What then would you say about available paraphrases such as "The Living Bible" and "The Message"? 





Contra_Mundum said:


> Without revealing a preference for any text or version, let me say this:
> 
> Assuming you understand the underlying questions, you may dispute over the quality of the translation, the choice of a rendition, the reliability of an original reading, and a number of other issues. However, if you don't think that you have God's _authoritative_ Word in your hand when holding any one of these substantially similar and commonly available translations, *you have deeper problems than a question over which translation to use.*
> 
> ...


----------



## Contra_Mundum (Mar 8, 2008)

CalvinisticCumberland said:


> What then would you say about available paraphrases such as "The Living Bible" and "The Message"?


Let me begin by stating clearly that there are garbage versions out there--just as there are radio receivers of such poor quality they cannot receive a clear signal from a nearby station.

I don't like paraphrases, and don't recommend them. I am totally committed to the superiority of verbatim translation. Paraphrases are completely "idiomatic", as if it were possible (or desirable!) to make the biblical writers speak in our lingo. No way; we have a *duty* to access _their_ age, not the other way around. God has already brought them to us, now we must meet them.

The NIV (pre-gender-neutral) attempts to mediate between the paraphrase and word-for-word translations. Oddly, its attempt is very uneven, precisely because the "principles" of translation used (termed _dynamic equivalence_) are so loose. Some of the NIV is almost startlingly literal, and powerfully rendered, while other parts show the modern tendency to water down the NT's own self-conscious "theological language" for a modern, dumbed-down audience. Personally, I wouldn't recommend the (old) NIV for a "first" Bible. And the newer, *neutered* renditions not at all.

Not that we never encounter "dynamic equivalence" in the KJV, for instance. The Pauline phrase, "me genoito" (e.g. Rom 3:4, & etc.), literally "may it never be," is rendered by the KJV "God forbid!" to give it the "equivalent" _maximum_ force of negation in the English language. We can argue about the merits of that translation, but its a far cry from a phrase here and there, to raising that approach to the level of "first-principle" of translation.
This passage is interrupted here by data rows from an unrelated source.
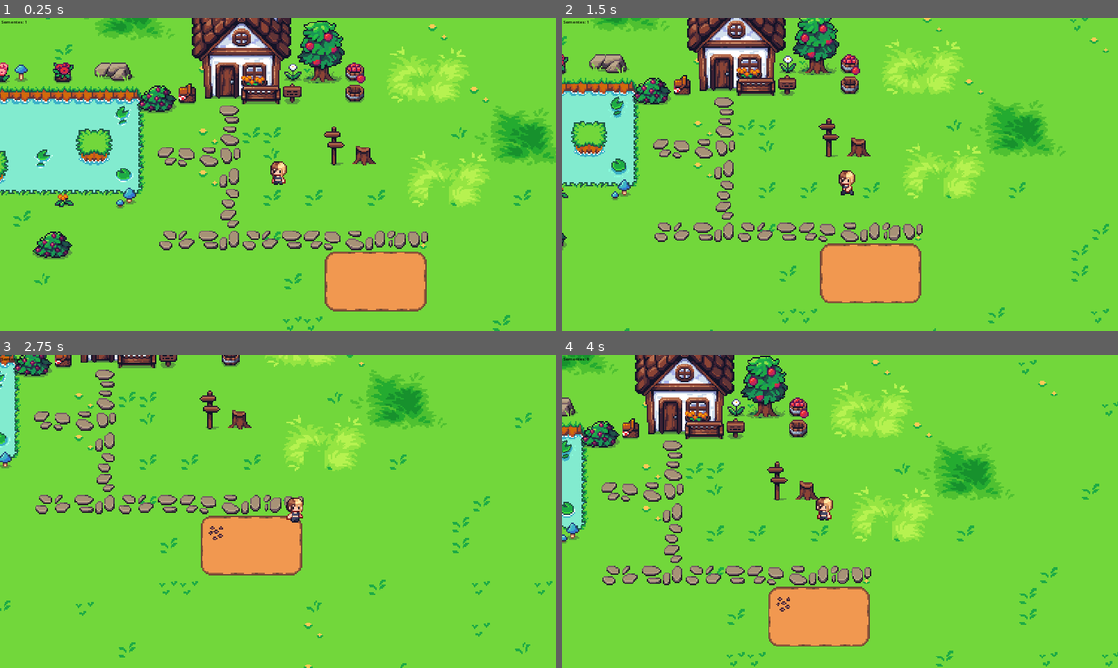
Above: before the commit, frames 1-4 (two rows, left to right).
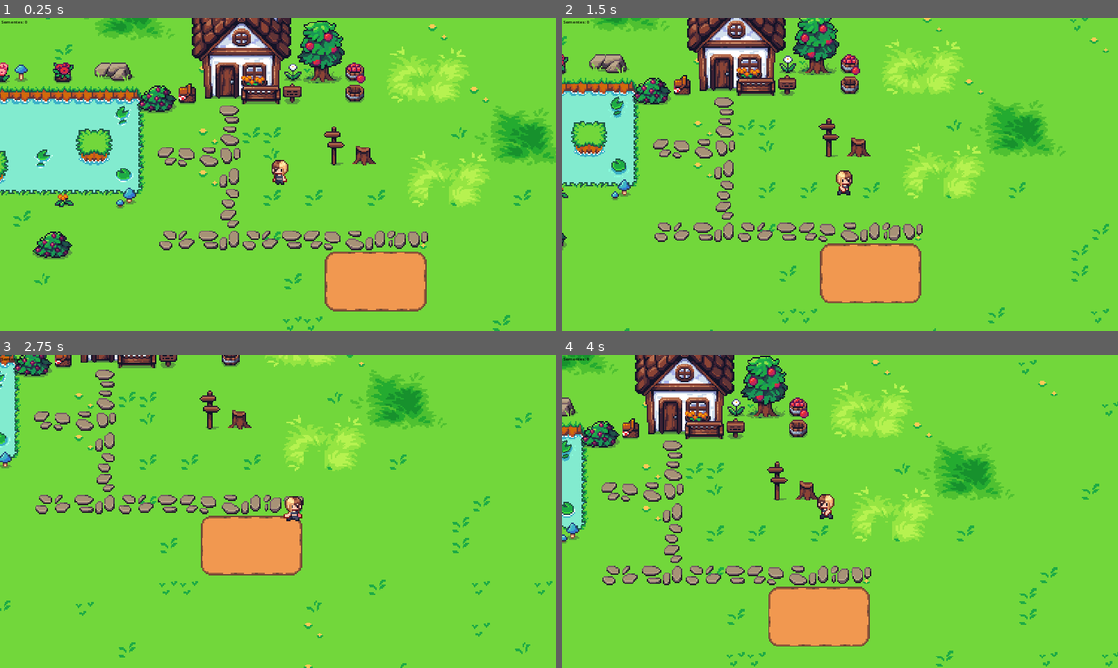
Above: after the commit, the same moments.

Repository: Ruteski/LittleFarm
Game: Godot game, scene res://scenes/principal.tscn
The game is run twice, just before and just after one commit, with the same random seed, the same clock (stepped at 60 frames per second) and the same inputs.
Inputs:
- Up to frame 1 (0.25 s): no input
- Up to frame 2 (1.5 s): hold Right (move_right) 0.53-1.28 s; hold Down (move_down) from 1.28 s (still down)
- Up to frame 3 (2.75 s): release Down (move_down) at 2.03 s; hold Right (move_right) from 2.03 s (still down)
- Up to frame 4 (4 s): release Right (move_right) at 2.78 s; hold Up (move_up) 2.78-3.53 s; hold Left (move_left) from 3.53 s (still down)

The runs differ from the first frame. In frame 1, 0.2% of the frame differs, in the area x 4-52%, y 0-54%; in frame 2, 0.2%; in frame 3, 0.2%; in frame 4, 0.3%, in the area x 38-49%, y 44-82%.

Commit message:
Tomate
adicionado script global pra cuidar da quantidade de sementes, alterado o script do player na animacao, agora ele flipa h ao inves de usar outra animacao

Diff:
--- a/project.godot
+++ b/project.godot
@@ -14,6 +14,10 @@
 run/main_scene="res://scenes/principal.tscn"
 config/features=PackedStringArray("4.3", "Forward Plus")
 config/icon="res://icon.svg"
+
+[autoload]
+
+global_dados="*res://scripts/dados.gd"
 
 [display]
 
--- a/scenes/player/player.tscn
+++ b/scenes/player/player.tscn
@@ -24,7 +24,7 @@
 
 [sub_resource type="Animation" id="Animation_ve5pl"]
 resource_name = "idle"
-length = 0.8
+length = 0.4
 loop_mode = 1
 step = 0.1
 tracks/0/type = "value"
@@ -34,10 +34,10 @@
 tracks/0/interp = 1
 tracks/0/loop_wrap = true
 tracks/0/keys = {
-"times": PackedFloat32Array(0, 0.2, 0.4, 0.6),
-"transitions": PackedFloat32Array(1, 1, 1, 1),
+"times": PackedFloat32Array(0, 0.3),
+"transitions": PackedFloat32Array(1, 1),
 "update": 1,
-"values": [0, 1, 2, 3]
+"values": [0, 1]
 }
 
 [sub_resource type="Animation" id="Animation_ij1nw"]
@@ -76,10 +76,29 @@
 "values": [16, 17, 18, 19, 20, 21, 22, 23]
 }
 
+[sub_resource type="Animation" id="Animation_javnn"]
+resource_name = "walk"
+length = 0.8
+loop_mode = 1
+step = 0.1
+tracks/0/type = "value"
+tracks/0/imported = false
+tracks/0/enabled = true
+tracks/0/path = NodePath("Texture:frame")
+tracks/0/interp = 1
+tracks/0/loop_wrap = true
+tracks/0/keys = {
+"times": PackedFloat32Array(0, 0.1, 0.2, 0.3, 0.4, 0.5, 0.6, 0.7),
+"transitions": PackedFloat32Array(1, 1, 1, 1, 1, 1, 1, 1),
+"update": 1,
+"values": [8, 9, 10, 11, 12, 13, 14, 15]
+}
+
 [sub_resource type="AnimationLibrary" id="AnimationLibrary_lqpiy"]
 _data = {
 "RESET": SubResource("Animation_e8t0y"),
 "idle": SubResource("Animation_ve5pl"),
+"walk": SubResource("Animation_javnn"),
 "walk_left": SubResource("Animation_ij1nw"),
 "walk_right": SubResource("Animation_wojjd")
 }
@@ -90,7 +109,7 @@
 _animation = NodePath("AnimationPlayer")
 
 [node name="Texture" type="Sprite2D" parent="."]
-position = Vector2(-1, -12)
+position = Vector2(0, -12)
 texture = ExtResource("1_ymoxl")
 hframes = 8
 vframes = 3
--- a/scenes/principal.tscn
+++ b/scenes/principal.tscn
@@ -1,9 +1,12 @@
-[gd_scene load_steps=5 format=3 uid="uid://bnqqn1v2jx33e"]
+[gd_scene load_steps=6 format=3 uid="uid://bnqqn1v2jx33e"]
 
 [ext_resource type="PackedScene" uid="uid://bnrswl33w6w60" path="res://scenes/cenario.tscn" id="1_e8tx4"]
 [ext_resource type="Script" path="res://scripts/principal.gd" id="1_tfj8l"]
 [ext_resource type="PackedScene" uid="uid://cuvtkhv8dp5bb" path="res://scenes/player/player.tscn" id="2_now1x"]
 [ext_resource type="PackedScene" uid="uid://dr1qjjhfyrlm8" path="res://scenes/tomate.tscn" id="3_4s5dv"]
+
+[sub_resource type="CircleShape2D" id="CircleShape2D_jtd6q"]
+radius = 8.0
 
 [node name="Principal" type="Node2D"]
 script = ExtResource("1_tfj8l")
@@ -31,3 +34,12 @@
 theme_override_colors/font_color = Color(0, 0, 0, 1)
 theme_override_font_sizes/font_size = 10
 text = "Sementes: 100"
+
+[node name="Sementes" type="Area2D" parent="."]
+monitorable = false
+
+[node name="Collision" type="CollisionShape2D" parent="Sementes"]
+position = Vector2(744, 248)
+shape = SubResource("CircleShape2D_jtd6q")
+
+[connection signal="body_entered" from="Sementes" to="Player" method="_on_sementes_body_entered"]
--- /dev/null
+++ b/scripts/dados.gd
@@ -0,0 +1,3 @@
+extends Node
+
+var sementes: int = 0
--- a/scripts/player/player.gd
+++ b/scripts/player/player.gd
@@ -6,12 +6,14 @@
 @export_category("Objetos")
 @export var _animation: AnimationPlayer
 
-var sementes: int = 1
+@onready var _texture := $Texture
 
 
 func _physics_process(_delta: float) -> void:
 	move()
+	flip_sprite()
 	animate()
+
 
 func move() -> void:
 	# o get_vector automagicamente normaliza o vetor
@@ -28,13 +30,21 @@
 
 func animate() -> void:
 	if velocity:
-		if velocity.x > 0:
-			_animation.play("walk_right")
-		else:
-			_animation.play("walk_left")
+		_animation.play("walk")
 	else:
 		_animation.play("idle")
 
 
+func flip_sprite() -> void:
+	if velocity.x > 0:
+		_texture.flip_h = true
+	elif velocity.x < 0:
+		_texture.flip_h = false
+
+
 func _plantou_tomate() -> void:
-	sementes -= 1
+	global_dados.sementes -= 1
+
+
+func _on_sementes_body_entered(_body: Node2D) -> void:
+	global_dados.sementes += 1
--- a/scripts/principal.gd
+++ b/scripts/principal.gd
@@ -6,4 +6,4 @@
 
 
 func _process(_delta: float) -> void:
-	label_sementes.text = str('Sementes: ', player.sementes)
+	label_sementes.text = str('Sementes: ', global_dados.sementes)
--- a/scripts/tomate.gd
+++ b/scripts/tomate.gd
@@ -9,7 +9,7 @@
 
 func _on_body_entered(body: Node2D) -> void:
 	if body is Player:
-		if body.sementes > 0:
+		if global_dados.sementes > 0:
 			body._plantou_tomate()
 			show()
 			await get_tree().create_timer(3.0).timeout
Not shown: 1 places in scenes/player/player.tscn that only renumber resources

On the other end of the spectrum, I wouldn't recommend that everyone get an untranslated Greek Bible, or interlinear, or "Young's Literal". There are serious drawbacks to promoting these non-mainstream Bibles as the "gold-standard" in Bibles, perhaps chiefly in that their sheer difficulty for reading would take away the very comprehension in reading so desirable in a good translation.

So, if the true mediating position is a verbatim translation, in a "known tongue," then we are back to the textual question. Personally, I think its a tempest in a teapot. But there are strongly held opinions on both sides, and I respect that. As long as the discussion is conducted civilly; and toward those with disagreement, accusations of rank "infidelity" (usually reserved to tar-and feather the non-TR proponents) are eschewed, I think the discussion should continue until a more complete consensus is reached. I am not so negative as to think there may never be a reconciliation between the main camps.


----------



## greenbaggins (Mar 8, 2008)

larryjf said:


> Something else that should be brought to light regarding texts like the Sinaiticus, they contain books that are not part of the canon.
> 
> It is a bit of a strange position to say that one can have the text of the Bible constantly open to critical changes, but not have the books themselves open to critical changes.
> 
> In other words, if the Sinaiticus is one of the best manuscripts, why not consider adding the books that it includes (eg: The Epistle of Barnabas, The Shepherd of Hermas)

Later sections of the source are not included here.